CANFIELD — As Canfield Local Schools administrators prepare to revisit the district’s mask requirement for kindergartners through sixth-graders later this month, they’re eyeing new protocols — now in place elsewhere in the state — that could cut down on the number of quarantines required after COVID-19 exposure.
“[Required quarantines] is not a Canfield issue — this is a statewide issue, for sure — but it’s surely an issue for every school district in Mahoning County,” school board member Dave Wilkeson said during the board’s regular meeting Wednesday evening at Canfield High School.
“This is a major problem.”
Superintendent Joe Knoll, who updated administrators Wednesday on COVID-19 cases and quarantines in the district said though it appears “things might be calming down” statewide, the possibility of a winter surge looms.
There have been nearly 300 new cases reported in Canfield’s 44406 ZIP code in the last month. The district reported 13 total cases in August — about twice as many as in each of the prior two months — and 65 total cases in September, the first full month of the school year.
This past winter, the district reported 44 cases in November, 81 cases in December and 47 cases in January, Knoll’s report showed.
Since the district began requiring masks for kindergartners through sixth-graders on Sept. 22, “there’s been a nice downward spiral with quarantines,” Knoll said. Five days prior to the mask rule, about three-quarters of the district’s 95 quarantined students were in grades K-6.
“When our youngest learners aren’t in-person for instruction, we have some problems,” Knoll said.
Several residents on Wednesday decried the state health department’s quarantine guidelines or the district’s decision to require masks.
“Every child in Ohio has a constitutional right to education and the quarantine policy that we’ve been oppressed with from the [Ohio] Department of Health is actually counter to that constitutional right,” said Dr. Michael Scolieri, a Canfield urologist.
“Forcing kids into quarantine is like forcing them into jail,” he told the board. “There’s no online schooling for these kids. They’re just losing 10 days of school.”

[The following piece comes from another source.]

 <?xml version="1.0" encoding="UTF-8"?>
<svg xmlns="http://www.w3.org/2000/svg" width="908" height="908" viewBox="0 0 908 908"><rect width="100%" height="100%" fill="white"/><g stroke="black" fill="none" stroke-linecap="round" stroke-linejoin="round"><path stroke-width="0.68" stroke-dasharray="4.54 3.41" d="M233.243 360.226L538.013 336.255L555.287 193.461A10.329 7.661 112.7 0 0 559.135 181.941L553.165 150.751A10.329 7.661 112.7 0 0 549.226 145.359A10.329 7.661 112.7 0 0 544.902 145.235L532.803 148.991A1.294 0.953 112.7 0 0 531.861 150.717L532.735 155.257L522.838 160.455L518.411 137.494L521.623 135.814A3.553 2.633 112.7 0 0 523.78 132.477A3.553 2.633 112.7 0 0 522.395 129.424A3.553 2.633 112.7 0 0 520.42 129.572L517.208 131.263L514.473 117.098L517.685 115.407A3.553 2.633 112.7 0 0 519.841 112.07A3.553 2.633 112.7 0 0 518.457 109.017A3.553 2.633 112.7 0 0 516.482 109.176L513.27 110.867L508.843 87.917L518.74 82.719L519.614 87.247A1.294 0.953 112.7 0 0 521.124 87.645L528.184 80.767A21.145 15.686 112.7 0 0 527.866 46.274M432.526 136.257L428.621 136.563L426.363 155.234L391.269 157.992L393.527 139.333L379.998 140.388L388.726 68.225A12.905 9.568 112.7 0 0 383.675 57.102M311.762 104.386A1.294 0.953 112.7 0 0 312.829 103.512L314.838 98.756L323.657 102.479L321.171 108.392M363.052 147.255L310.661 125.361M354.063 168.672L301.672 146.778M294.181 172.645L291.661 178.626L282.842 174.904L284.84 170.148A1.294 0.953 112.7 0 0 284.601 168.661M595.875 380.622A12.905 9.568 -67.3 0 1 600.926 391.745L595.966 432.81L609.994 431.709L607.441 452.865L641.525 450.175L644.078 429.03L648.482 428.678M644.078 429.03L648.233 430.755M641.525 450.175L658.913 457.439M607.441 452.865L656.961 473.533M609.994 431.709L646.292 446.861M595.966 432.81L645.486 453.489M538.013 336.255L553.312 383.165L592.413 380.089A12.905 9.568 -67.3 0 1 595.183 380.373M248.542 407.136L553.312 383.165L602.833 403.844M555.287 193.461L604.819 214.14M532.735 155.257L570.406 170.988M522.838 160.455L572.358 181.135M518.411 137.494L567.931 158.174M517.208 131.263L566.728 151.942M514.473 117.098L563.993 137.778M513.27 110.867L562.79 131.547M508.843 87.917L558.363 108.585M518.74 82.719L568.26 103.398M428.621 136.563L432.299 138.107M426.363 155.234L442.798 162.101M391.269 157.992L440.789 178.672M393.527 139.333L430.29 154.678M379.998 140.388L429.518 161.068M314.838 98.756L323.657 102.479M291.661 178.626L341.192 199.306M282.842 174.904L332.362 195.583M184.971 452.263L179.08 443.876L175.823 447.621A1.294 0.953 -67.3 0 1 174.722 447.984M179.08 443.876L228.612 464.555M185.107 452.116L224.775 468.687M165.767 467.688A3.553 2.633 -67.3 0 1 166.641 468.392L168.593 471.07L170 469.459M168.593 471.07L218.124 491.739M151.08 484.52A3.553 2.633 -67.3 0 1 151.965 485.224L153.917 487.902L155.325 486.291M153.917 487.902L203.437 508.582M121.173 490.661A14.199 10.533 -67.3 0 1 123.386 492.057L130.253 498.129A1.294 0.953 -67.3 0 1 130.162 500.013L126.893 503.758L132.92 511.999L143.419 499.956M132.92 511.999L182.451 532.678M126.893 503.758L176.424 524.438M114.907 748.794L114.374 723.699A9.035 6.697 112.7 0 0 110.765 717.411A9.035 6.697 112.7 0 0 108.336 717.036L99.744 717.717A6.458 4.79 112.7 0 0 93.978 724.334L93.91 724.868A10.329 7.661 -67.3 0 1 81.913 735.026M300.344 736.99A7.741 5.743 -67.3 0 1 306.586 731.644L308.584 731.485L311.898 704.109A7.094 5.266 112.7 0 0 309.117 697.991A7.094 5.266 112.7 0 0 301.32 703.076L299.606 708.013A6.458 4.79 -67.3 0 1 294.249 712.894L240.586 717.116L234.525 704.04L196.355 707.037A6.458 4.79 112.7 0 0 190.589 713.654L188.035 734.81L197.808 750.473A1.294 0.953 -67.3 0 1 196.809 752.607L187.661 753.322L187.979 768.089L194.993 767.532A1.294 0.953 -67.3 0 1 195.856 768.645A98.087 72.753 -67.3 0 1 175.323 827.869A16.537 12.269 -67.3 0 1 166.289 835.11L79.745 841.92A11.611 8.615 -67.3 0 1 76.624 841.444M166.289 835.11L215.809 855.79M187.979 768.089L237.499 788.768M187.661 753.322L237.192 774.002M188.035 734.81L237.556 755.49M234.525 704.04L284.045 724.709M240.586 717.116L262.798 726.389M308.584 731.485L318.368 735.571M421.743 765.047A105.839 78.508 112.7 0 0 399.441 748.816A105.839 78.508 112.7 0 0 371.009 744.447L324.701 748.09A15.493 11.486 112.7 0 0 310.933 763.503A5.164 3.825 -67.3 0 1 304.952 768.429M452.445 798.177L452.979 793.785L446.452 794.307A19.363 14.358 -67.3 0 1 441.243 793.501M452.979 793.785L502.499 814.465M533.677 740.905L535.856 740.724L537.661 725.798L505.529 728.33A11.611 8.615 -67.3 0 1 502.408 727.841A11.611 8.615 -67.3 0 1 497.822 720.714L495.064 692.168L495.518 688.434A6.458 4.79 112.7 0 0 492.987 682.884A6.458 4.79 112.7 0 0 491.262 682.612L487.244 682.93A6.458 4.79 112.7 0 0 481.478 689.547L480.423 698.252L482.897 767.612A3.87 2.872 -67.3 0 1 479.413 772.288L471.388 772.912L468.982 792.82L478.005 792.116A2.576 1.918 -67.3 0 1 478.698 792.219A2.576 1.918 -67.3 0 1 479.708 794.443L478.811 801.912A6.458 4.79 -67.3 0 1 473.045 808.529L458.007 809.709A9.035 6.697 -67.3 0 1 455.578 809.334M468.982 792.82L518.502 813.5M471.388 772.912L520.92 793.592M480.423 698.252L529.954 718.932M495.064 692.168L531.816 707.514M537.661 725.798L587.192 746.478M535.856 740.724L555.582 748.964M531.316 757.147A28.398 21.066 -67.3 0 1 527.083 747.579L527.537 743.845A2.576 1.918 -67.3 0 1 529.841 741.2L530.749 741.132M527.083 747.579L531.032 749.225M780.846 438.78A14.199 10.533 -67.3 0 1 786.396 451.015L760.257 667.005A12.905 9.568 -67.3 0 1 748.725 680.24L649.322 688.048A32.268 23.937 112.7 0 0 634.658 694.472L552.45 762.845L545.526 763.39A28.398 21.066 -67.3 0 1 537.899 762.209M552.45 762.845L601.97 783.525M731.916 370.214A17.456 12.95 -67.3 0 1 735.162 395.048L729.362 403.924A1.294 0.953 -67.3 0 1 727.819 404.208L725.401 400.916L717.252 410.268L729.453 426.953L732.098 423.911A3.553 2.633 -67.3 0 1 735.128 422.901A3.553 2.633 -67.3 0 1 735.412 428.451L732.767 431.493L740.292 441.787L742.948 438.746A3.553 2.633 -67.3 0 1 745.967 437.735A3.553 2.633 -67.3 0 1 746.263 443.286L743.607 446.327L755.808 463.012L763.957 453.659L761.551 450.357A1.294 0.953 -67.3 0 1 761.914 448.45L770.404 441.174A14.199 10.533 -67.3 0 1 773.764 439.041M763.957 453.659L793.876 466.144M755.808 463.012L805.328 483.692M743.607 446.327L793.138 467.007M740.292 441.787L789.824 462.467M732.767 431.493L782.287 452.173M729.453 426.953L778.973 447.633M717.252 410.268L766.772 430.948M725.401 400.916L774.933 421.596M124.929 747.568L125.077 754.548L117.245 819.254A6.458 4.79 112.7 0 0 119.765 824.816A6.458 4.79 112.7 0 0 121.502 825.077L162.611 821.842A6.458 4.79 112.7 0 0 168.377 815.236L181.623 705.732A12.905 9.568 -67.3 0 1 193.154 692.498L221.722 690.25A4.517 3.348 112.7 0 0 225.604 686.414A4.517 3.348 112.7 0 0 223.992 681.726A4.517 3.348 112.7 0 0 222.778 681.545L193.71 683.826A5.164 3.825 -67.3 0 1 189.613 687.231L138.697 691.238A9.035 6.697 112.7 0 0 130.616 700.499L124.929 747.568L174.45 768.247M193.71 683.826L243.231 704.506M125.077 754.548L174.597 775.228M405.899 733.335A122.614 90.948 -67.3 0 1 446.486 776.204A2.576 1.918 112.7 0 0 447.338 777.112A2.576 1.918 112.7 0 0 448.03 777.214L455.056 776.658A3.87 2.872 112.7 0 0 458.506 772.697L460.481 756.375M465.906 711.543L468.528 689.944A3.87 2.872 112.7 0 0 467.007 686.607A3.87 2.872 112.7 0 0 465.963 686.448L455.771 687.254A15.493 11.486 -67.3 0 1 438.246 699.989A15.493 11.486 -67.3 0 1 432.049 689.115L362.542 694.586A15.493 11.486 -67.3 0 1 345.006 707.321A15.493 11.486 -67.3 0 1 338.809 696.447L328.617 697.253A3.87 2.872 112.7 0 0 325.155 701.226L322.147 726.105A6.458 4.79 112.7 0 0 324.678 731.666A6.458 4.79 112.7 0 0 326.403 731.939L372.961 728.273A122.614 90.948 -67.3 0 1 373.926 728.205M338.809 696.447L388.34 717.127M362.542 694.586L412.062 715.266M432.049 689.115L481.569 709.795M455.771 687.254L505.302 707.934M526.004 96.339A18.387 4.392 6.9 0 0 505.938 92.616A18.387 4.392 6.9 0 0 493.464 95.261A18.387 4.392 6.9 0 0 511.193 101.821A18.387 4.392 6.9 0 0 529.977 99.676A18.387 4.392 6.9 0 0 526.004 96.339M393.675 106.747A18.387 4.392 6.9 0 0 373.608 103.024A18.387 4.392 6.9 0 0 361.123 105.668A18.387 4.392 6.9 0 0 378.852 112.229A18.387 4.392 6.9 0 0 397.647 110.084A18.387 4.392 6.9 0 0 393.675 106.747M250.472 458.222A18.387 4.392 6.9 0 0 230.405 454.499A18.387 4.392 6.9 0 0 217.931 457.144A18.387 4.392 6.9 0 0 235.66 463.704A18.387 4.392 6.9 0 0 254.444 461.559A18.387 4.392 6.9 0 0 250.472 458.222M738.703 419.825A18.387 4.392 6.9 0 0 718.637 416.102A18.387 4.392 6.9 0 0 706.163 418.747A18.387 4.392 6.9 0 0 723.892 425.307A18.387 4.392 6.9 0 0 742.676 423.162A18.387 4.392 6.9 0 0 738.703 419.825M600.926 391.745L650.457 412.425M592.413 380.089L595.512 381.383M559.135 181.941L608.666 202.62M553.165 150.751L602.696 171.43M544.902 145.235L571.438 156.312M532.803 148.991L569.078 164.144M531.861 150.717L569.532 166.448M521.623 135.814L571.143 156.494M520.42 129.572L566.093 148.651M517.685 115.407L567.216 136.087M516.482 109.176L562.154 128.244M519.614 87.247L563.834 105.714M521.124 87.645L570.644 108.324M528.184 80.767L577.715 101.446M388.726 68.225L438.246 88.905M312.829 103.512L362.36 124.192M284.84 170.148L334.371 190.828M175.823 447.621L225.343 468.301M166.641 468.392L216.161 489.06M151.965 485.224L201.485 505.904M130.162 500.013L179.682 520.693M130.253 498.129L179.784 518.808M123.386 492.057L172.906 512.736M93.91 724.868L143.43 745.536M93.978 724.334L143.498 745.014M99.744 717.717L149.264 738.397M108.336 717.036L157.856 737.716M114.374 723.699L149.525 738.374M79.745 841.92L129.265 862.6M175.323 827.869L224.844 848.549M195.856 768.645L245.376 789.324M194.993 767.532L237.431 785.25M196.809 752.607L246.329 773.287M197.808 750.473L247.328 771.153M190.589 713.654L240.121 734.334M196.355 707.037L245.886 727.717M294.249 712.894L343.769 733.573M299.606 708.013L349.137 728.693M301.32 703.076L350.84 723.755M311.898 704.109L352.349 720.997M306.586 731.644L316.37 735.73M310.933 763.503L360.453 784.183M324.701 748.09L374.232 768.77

Scolieri pointed to a UK study recently published in The Lancet that showed regularly testing students is no less effective than quarantining them after exposure.
School districts in several other states have adopted the protocol, Scolieri told Mahoning Matters, and several school districts in Ohio began their trial run last month.
Under the “test to stay” protocol, students who had close contact with a confirmed COVID-19 case can stay in school as long as they receive negative results on two rapid antigen tests, continue to wear a mask inside the school and remain symptom-free, the Dayton Daily News reported last month.
School district administrators in Warren County developed the plan, and it’s been approved by the Ohio Department of Health, the newspaper reported. The state health department is also providing the testing kits to the school districts.
School board members on Wednesday decided to revisit the mask requirement at a special meeting on Oct. 27, a week after they had initially planned to revisit the rule.
Knoll recommended the district wait an extra week, expecting that an initial report on Warren County schools’ “test to stay” program would be available by then and “possibly give us some — not less restrictions, but better protocol,” he said.
“I’d say we continue with the K-6 masking, just because of what I’m seeing. Our youngest learners — they’re not at home, they’re in school,” he said.
Wilkeson said it doesn’t matter whether one follows county- or state-level coronavirus statistics — “it’s clear that the vast majority of students that are in quarantine don’t get COVID from the exposure [in school]. I think the solution to all this is the ‘test to stay’ protocol.
“I think it’s really critical that the Mahoning County Board of Health adopts or helps us to adopt ‘test to stay’ — not just us but all the school districts in Mahoning County,” Wilkeson said. “I’m publicly asking them for that support.”
Dale Morckel, a Crestview Local Schools science teacher whose grandchildren attend Canfield schools, commended Canfield administrators for requiring masks and urged them to consider keeping the rule.
He said his district had 71 students quarantined in the first six weeks of school, when masks were optional. That’s an average of more than 11 per week.
The week after the district set its mask requirement for all students and staff on Sept. 27, only two of the five students who were exposed to COVID-19 required quarantine. This past week, no close contacts were quarantined despite 11 students testing positive — “a dramatic change,” Morckel noted.
Under current Ohio Department of Health guidelines, those determined to have close contact with someone who tests positive for COVID-19 don’t have to quarantine as long as students and teachers were all wearing masks and at least three feet apart, and other safety measures were in place.